[DIY Project] House Red Wine Vinegar

This project works best if you drink a lot of wine, but aren’t thorough about it.  It uses up the little dregs in the bottom of the bottle, the stuff that’s too little for a full glass, the stuff you leave in the fridge only to forget about for a month and then wonder if it’s still drinkable or if it’s turned to vinegar by now.  Wonder no more!

Homemade red wine vinegar is fruitier and bolder than the store-bought kind, and since every batch is a mélange of whatever wines you drank over the past couple months, it’s always a little bit different.

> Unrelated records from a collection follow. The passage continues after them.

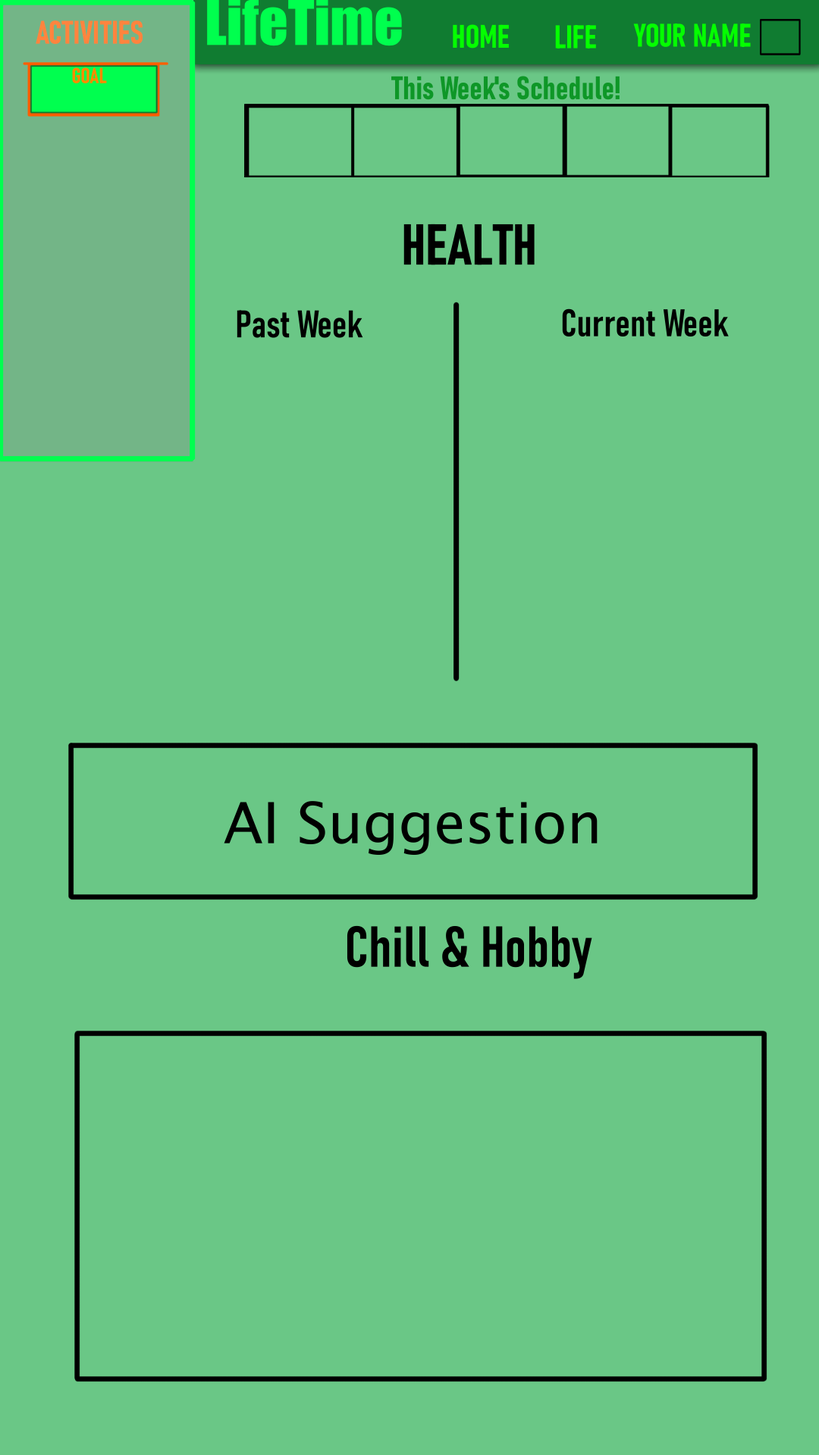
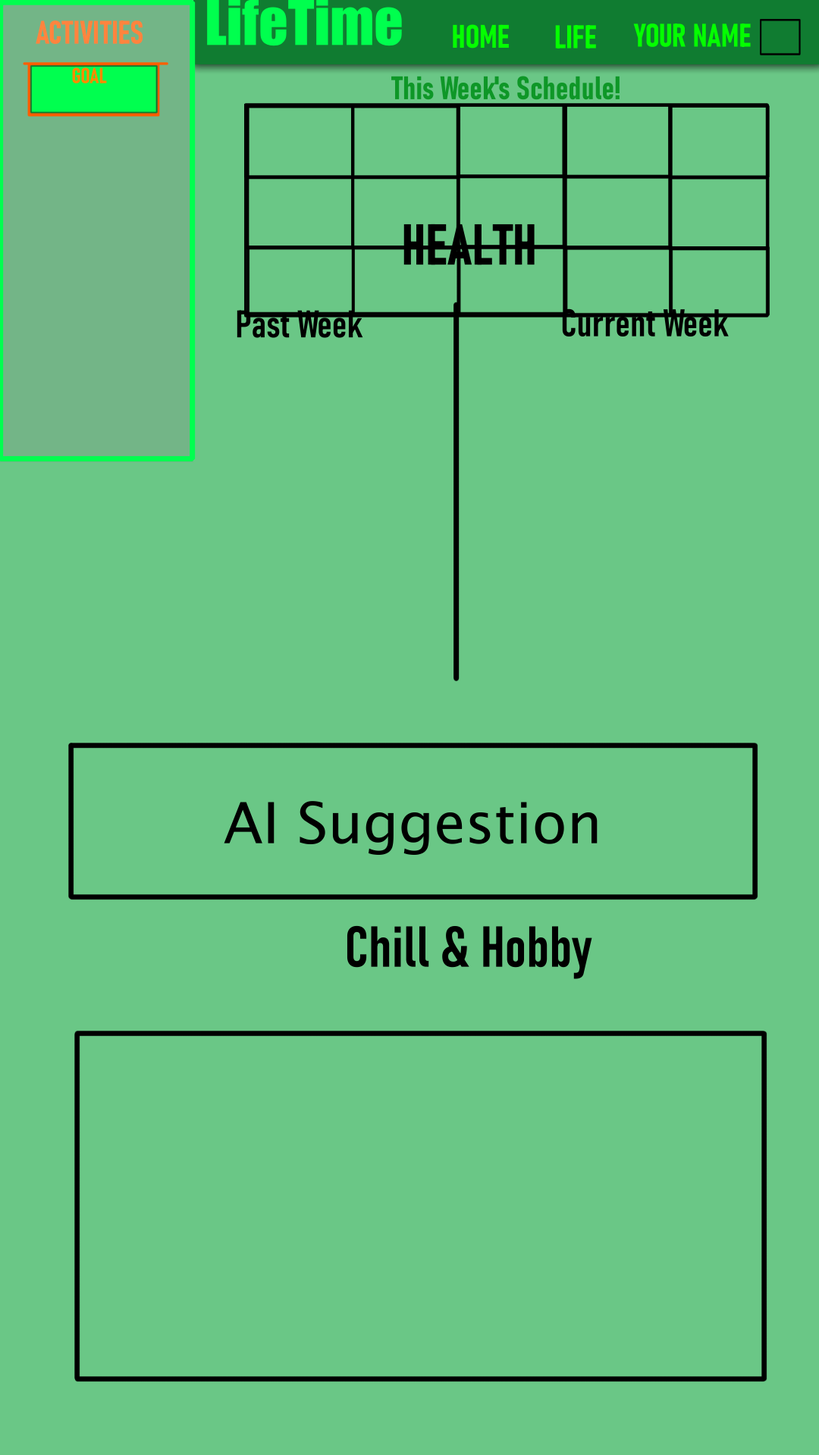
Comparing the layer stacks of the two 819 × 1455 images. Changes:
painted on "Paint Layer 16" over bbox(244, 288, 770, 843)
painted on "Paint Layer 18 (pasted)" over bbox(244, 103, 770, 192)
showed group "Calendar" (21 layers) over bbox(244, 103, 770, 318)
painted on "Paint Layer 14" (2nd of 15, in "Web" › "Calendar" › "Group 15") over bbox(632, 159, 770, 257)
painted on "Paint Layer 14" (4th of 15, in "Web" › "Calendar" › "Group 15") over bbox(546, 213, 693, 318)
painted on "Paint Layer 14" (7th of 15, in "Web" › "Calendar" › "Group 15") over bbox(455, 213, 601, 318)
painted on "Paint Layer 14" (8th of 15, in "Web" › "Calendar" › "Group 15") over bbox(454, 157, 600, 255)
painted on "Paint Layer 14" (11th of 15, in "Web" › "Calendar" › "Group 15") over bbox(315, 159, 461, 257)
painted on "Paint Layer 5" over bbox(244, 103, 770, 318)
painted on "Paint Layer 1" (1st of 2, in "Web") over bbox(244, 103, 770, 318)
painted on "Paint Layer 1" (2nd of 2) over bbox(244, 103, 770, 843)

The ingredients!  10 parts 3buck Chuck to 1 part Red Wine Vinegar to start, then add more wine over & eventually it'll all be very fancy vinegar

10 parts Three-buck Chuck to 1 part raw Red Wine Vinegar to start, then just pile on more swill over time

Time: 5-10 minutes + 3 months

Instructions:

  • Mix 10 parts red wine to 1 part starter* in a large, wide-mouthed glass jar
  • Label the jar with the date, cover with a cloth, and store in a dark place
  • Keep adding wine whenever, over the next three months or so
  • After two to three months, you’ll notice a powerful change in smell (I moved my vinegar into the closet when this happened).  Your vinegar’s pretty much done.
  • Strain the vinegar into a pretty, thin-necked bottle (an old wine bottle works well), cap, and use in your cooking or salads to replace balsamic vinegar.  I find a splash of red wine vinegar + a splash of soy sauce is an easy, delicious stir-fry seasoning.

 

where most of my charles shaw does not end up...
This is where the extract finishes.